Tribute to Bartlett Yancey, Jr.
Hillsborough, North Carolina
Wednesday, September 10 [1828].
For the Recorder.
At a meeting of the Orange Bar, held at the Court House on Monday the 8t inst. after the adjournment of court, his honor Judge Ruffin was called to the chair, and John W. Norwood acted as secretary. Mr. Nash rose and thus explained the subject of the meeting.
We are met, sir, to pay as a body our tribute of respect to the memory of our deceased friend and brother Bartlett Yancey. I hold in my hand certain resolutions to this effect, but before I lay them before you, I beg to retain you with a few remarks. It is now, I think, twenty years or more since my acquaintance with Mr. Yancey commenced. He was then just entered into the profession -- young, unknown, and poor; but by a steady attention to business, and vigorous prosecution of his profession, he had built up for himself a name and a fortune. At the time of his death he was no longer unknown or poor. Though still a young man, as a professional man we all have known him; you and I sir, for a longer space of time than any other member of this bar with one exception, and we have know him as a high minded, honorable man.

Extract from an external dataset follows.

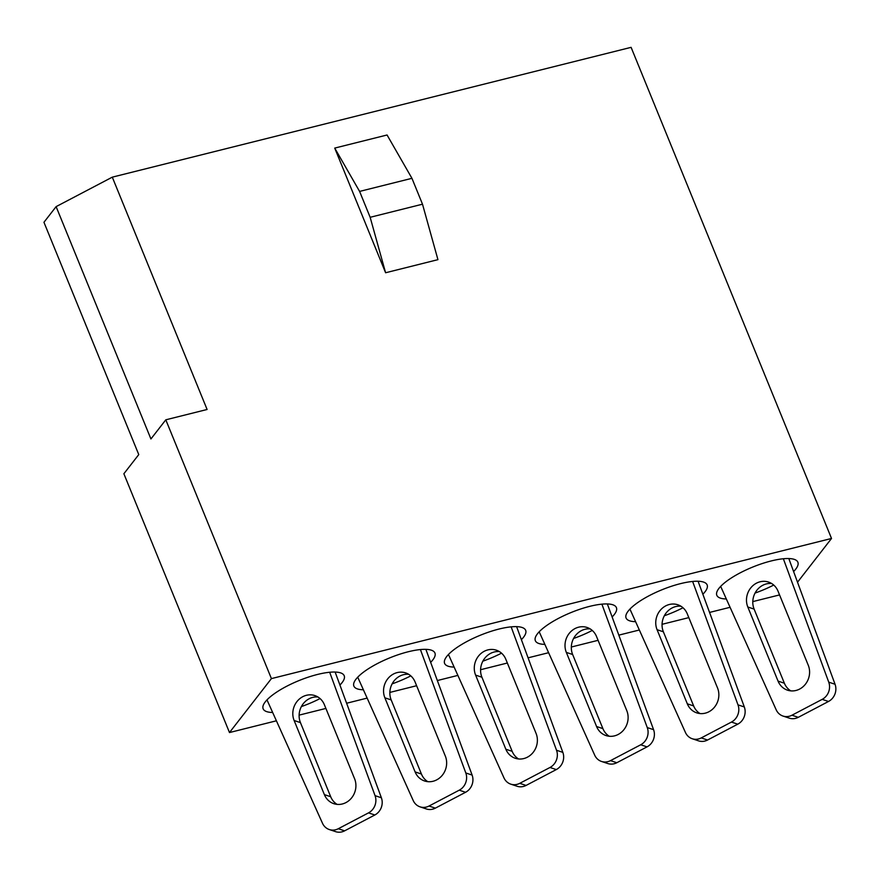 <?xml version="1.0" encoding="UTF-8"?>
<svg xmlns="http://www.w3.org/2000/svg" width="879" height="879" viewBox="0 0 879 879"><rect width="100%" height="100%" fill="white"/><g stroke="black" fill="none" stroke-linecap="round" stroke-linejoin="round"><path stroke-width="1.32" d="M272.655 712.484A43.774 12.57 -22.2 0 1 263.14 708.804A43.774 12.57 -22.2 0 1 317.506 674.457A43.774 12.57 -22.2 0 1 344.194 675.72A43.774 12.57 -22.2 0 1 339.92 685.06M320.055 698.563A43.774 12.57 -22.2 0 1 301.398 706.573M363.39 689.773A43.774 12.57 -22.2 0 1 353.874 686.092A43.774 12.57 -22.2 0 1 408.241 651.757A43.774 12.57 -22.2 0 1 434.929 653.02A43.774 12.57 -22.2 0 1 430.655 662.359M410.79 675.863A43.774 12.57 -22.2 0 1 392.122 683.862M454.124 667.073A43.774 12.57 -22.2 0 1 444.609 663.392A43.774 12.57 -22.2 0 1 498.975 629.056A43.774 12.57 -22.2 0 1 525.664 630.32A43.774 12.57 -22.2 0 1 521.39 639.659M501.524 653.163A43.774 12.57 -22.2 0 1 482.857 661.162M544.859 644.373A43.774 12.57 -22.2 0 1 535.344 640.692A43.774 12.57 -22.2 0 1 589.71 606.356A43.774 12.57 -22.2 0 1 616.399 607.62A43.774 12.57 -22.2 0 1 612.125 616.959M592.259 630.452A43.774 12.57 -22.2 0 1 573.591 638.462M635.594 621.673A43.774 12.57 -22.2 0 1 626.079 617.992A43.774 12.57 -22.2 0 1 680.445 583.656A43.774 12.57 -22.2 0 1 707.134 584.909A43.774 12.57 -22.2 0 1 702.859 594.259M682.994 607.752A43.774 12.57 -22.2 0 1 664.326 615.761M726.329 598.973A43.774 12.57 -22.2 0 1 716.814 595.292A43.774 12.57 -22.2 0 1 771.18 560.956A43.774 12.57 -22.2 0 1 797.868 562.208A43.774 12.57 -22.2 0 1 793.594 571.559M773.729 585.051A43.774 12.57 -22.2 0 1 755.061 593.061M411.943 178.316L422.502 204.192L437.94 259.657L385.595 272.754L334.723 148.09L387.068 134.992L411.943 178.316L359.599 191.413L334.723 148.09M385.595 272.754L370.158 217.3L359.599 191.413M370.158 217.3L422.502 204.192M779.563 594.918L752.798 601.61M730.075 607.301L709.551 612.432M688.828 617.618L662.063 624.31M639.341 630.001L618.816 635.132M598.094 640.319L571.328 647.021M548.606 652.701L528.081 657.833M507.359 663.019L480.593 669.721M457.871 675.402L437.346 680.544M416.624 685.719L389.858 692.421M367.136 698.102L346.612 703.244M325.889 708.43L299.124 715.121M276.402 720.802L229.485 732.548L123.873 473.748L138.761 454.597L43.95 222.277L56.113 206.631L150.924 438.962L165.801 419.81L207.103 409.482L112.292 177.151L631.1 47.345L831.523 538.464L797.517 582.217M229.485 732.548L271.413 678.61L165.801 419.81M271.413 678.61L831.523 538.464M56.113 206.631L112.292 177.151M788.815 558.539L835.05 684.258A13.262 12.053 108.5 0 1 828.501 701.475L798.286 717.33A13.262 12.053 108.5 0 1 789.287 718.143L782.969 716.044A13.262 12.053 108.5 0 1 776.157 709.749L720.67 586.392M790.759 690.861A17.91 16.261 108.5 0 1 784.365 683.214L754.116 609.103A17.91 16.261 108.5 0 1 756.193 591.182A17.91 16.261 108.5 0 1 771.619 583.502M783.354 558.747L828.732 682.148A13.262 12.053 108.5 0 1 822.184 699.365L791.968 715.22A13.262 12.053 108.5 0 1 782.969 716.044M808.262 665.249A17.91 16.261 108.5 0 1 805.087 684.631A17.91 16.261 108.5 0 1 787.485 690.169A17.91 16.261 108.5 0 1 778.047 681.104L747.809 606.993A17.91 16.261 108.5 0 1 750.985 587.622A17.91 16.261 108.5 0 1 768.587 582.085A17.91 16.261 108.5 0 1 778.014 591.149L808.262 665.249M698.08 581.239L744.315 706.958A13.262 12.053 108.5 0 1 737.767 724.175L707.551 740.03A13.262 12.053 108.5 0 1 698.552 740.854L692.234 738.745A13.262 12.053 108.5 0 1 685.422 732.449L629.935 609.092M700.025 713.561A17.91 16.261 108.5 0 1 693.63 705.914L663.381 631.803A17.91 16.261 108.5 0 1 665.458 613.883A17.91 16.261 108.5 0 1 680.884 606.202M692.619 581.458L737.997 704.859A13.262 12.053 108.5 0 1 731.449 722.066L701.233 737.92A13.262 12.053 108.5 0 1 692.234 738.745M717.528 687.96A17.91 16.261 108.5 0 1 714.352 707.331A17.91 16.261 108.5 0 1 696.75 712.869A17.91 16.261 108.5 0 1 687.312 703.815L657.074 629.705A17.91 16.261 108.5 0 1 660.25 610.323A17.91 16.261 108.5 0 1 677.852 604.785A17.91 16.261 108.5 0 1 687.279 613.85L717.528 687.96M607.345 603.95L653.58 729.669A13.262 12.053 108.5 0 1 647.032 746.875L616.816 762.73A13.262 12.053 108.5 0 1 607.818 763.554L601.5 761.445A13.262 12.053 108.5 0 1 594.687 755.149L539.201 631.792M609.29 736.261A17.91 16.261 108.5 0 1 602.895 728.614L572.647 654.514A17.91 16.261 108.5 0 1 574.723 636.594A17.91 16.261 108.5 0 1 590.15 628.903M601.884 604.159L647.263 727.559A13.262 12.053 108.5 0 1 640.714 744.777L610.498 760.632A13.262 12.053 108.5 0 1 601.5 761.445M626.793 710.661A17.91 16.261 108.5 0 1 623.618 730.031A17.91 16.261 108.5 0 1 606.016 735.569A17.91 16.261 108.5 0 1 596.577 726.515L566.34 652.405A17.91 16.261 108.5 0 1 569.515 633.023A17.91 16.261 108.5 0 1 587.117 627.485A17.91 16.261 108.5 0 1 596.544 636.55L626.793 710.661M516.61 626.65L562.846 752.369A13.262 12.053 108.5 0 1 556.297 769.575L526.082 785.43A13.262 12.053 108.5 0 1 517.083 786.255L510.765 784.145A13.262 12.053 108.5 0 1 503.953 777.849L448.466 654.492M518.555 758.962A17.91 16.261 108.5 0 1 512.16 751.325L481.912 677.215A17.91 16.261 108.5 0 1 483.988 659.294A17.91 16.261 108.5 0 1 499.415 651.603M511.149 626.859L556.528 750.259A13.262 12.053 108.5 0 1 549.979 767.477L519.764 783.332A13.262 12.053 108.5 0 1 510.765 784.145M536.058 733.361A17.91 16.261 108.5 0 1 532.883 752.732A17.91 16.261 108.5 0 1 515.281 758.269A17.91 16.261 108.5 0 1 505.843 749.216L475.605 675.105A17.91 16.261 108.5 0 1 478.78 655.723A17.91 16.261 108.5 0 1 496.382 650.196A17.91 16.261 108.5 0 1 505.81 659.25L536.058 733.361M425.875 649.35L472.111 775.069A13.262 12.053 108.5 0 1 465.562 792.287L435.347 808.142A13.262 12.053 108.5 0 1 426.348 808.955L420.03 806.845A13.262 12.053 108.5 0 1 413.218 800.549L357.731 677.193M427.82 781.673A17.91 16.261 108.5 0 1 421.426 774.025L391.177 699.915A17.91 16.261 108.5 0 1 393.254 681.994A17.91 16.261 108.5 0 1 408.68 674.303M420.415 649.559L465.793 772.96A13.262 12.053 108.5 0 1 459.245 790.177L429.029 806.032A13.262 12.053 108.5 0 1 420.03 806.845M445.323 756.061A17.91 16.261 108.5 0 1 442.148 775.443A17.91 16.261 108.5 0 1 424.546 780.97A17.91 16.261 108.5 0 1 415.108 771.916L384.87 697.805A17.91 16.261 108.5 0 1 388.046 678.434A17.91 16.261 108.5 0 1 405.648 672.896A17.91 16.261 108.5 0 1 415.075 681.95L445.323 756.061M335.141 672.05L381.376 797.769A13.262 12.053 108.5 0 1 374.828 814.987L344.612 830.842A13.262 12.053 108.5 0 1 335.613 831.655L329.295 829.545A13.262 12.053 108.5 0 1 322.483 823.249L266.996 699.893M337.086 804.373A17.91 16.261 108.5 0 1 330.691 796.726L300.442 722.615A17.91 16.261 108.5 0 1 302.519 704.694A17.91 16.261 108.5 0 1 317.945 697.003M329.68 672.259L375.058 795.66A13.262 12.053 108.5 0 1 368.51 812.877L338.294 828.732A13.262 12.053 108.5 0 1 329.295 829.545M354.589 778.761A17.91 16.261 108.5 0 1 351.413 798.143A17.91 16.261 108.5 0 1 333.811 803.681A17.91 16.261 108.5 0 1 324.373 794.616L294.135 720.505A17.91 16.261 108.5 0 1 297.311 701.134A17.91 16.261 108.5 0 1 314.913 695.597A17.91 16.261 108.5 0 1 324.351 704.65L354.589 778.761M828.501 701.475L822.184 699.365M835.05 684.258L828.732 682.148M798.286 717.33L791.968 715.22M784.365 683.214L778.047 681.104M754.116 609.103L747.809 606.993M737.767 724.175L731.449 722.066M744.315 706.958L737.997 704.859M707.551 740.03L701.233 737.92M693.63 705.914L687.312 703.815M663.381 631.803L657.074 629.705M647.032 746.875L640.714 744.777M653.58 729.669L647.263 727.559M616.816 762.73L610.498 760.632M602.895 728.614L596.577 726.515M572.647 654.514L566.34 652.405M556.297 769.575L549.979 767.477M562.846 752.369L556.528 750.259M526.082 785.43L519.764 783.332M512.16 751.325L505.843 749.216M481.912 677.215L475.605 675.105M465.562 792.287L459.245 790.177M472.111 775.069L465.793 772.96M435.347 808.142L429.029 806.032M421.426 774.025L415.108 771.916M391.177 699.915L384.87 697.805M374.828 814.987L368.51 812.877M381.376 797.769L375.058 795.66M344.612 830.842L338.294 828.732M330.691 796.726L324.373 794.616M300.442 722.615L294.135 720.505"/></g></svg>

Like some, he was excelled in the powers of reasoning, and by others in the grace of oratory, by none was he surpassed in that plain practical good sense, which rendered him eminently successful as a jury lawyer. In a short time after he had been in the practice of the law, the district in which he resided chose him as its representative in the congress of the United States, and here Mr. Yancey took a high and distinguished status; his practical talents soon brought him forward and placed him at the head of one of the most important committees of the house of representatives. This status he continued to occupy while a member of the house. But in a few years he was admonished, that however alluring the path of political life might be, it did not, in this country lead to wealth, and that the time had not yet arrived to him, when justice to his family would permit him to devote himself to the general politics of his country.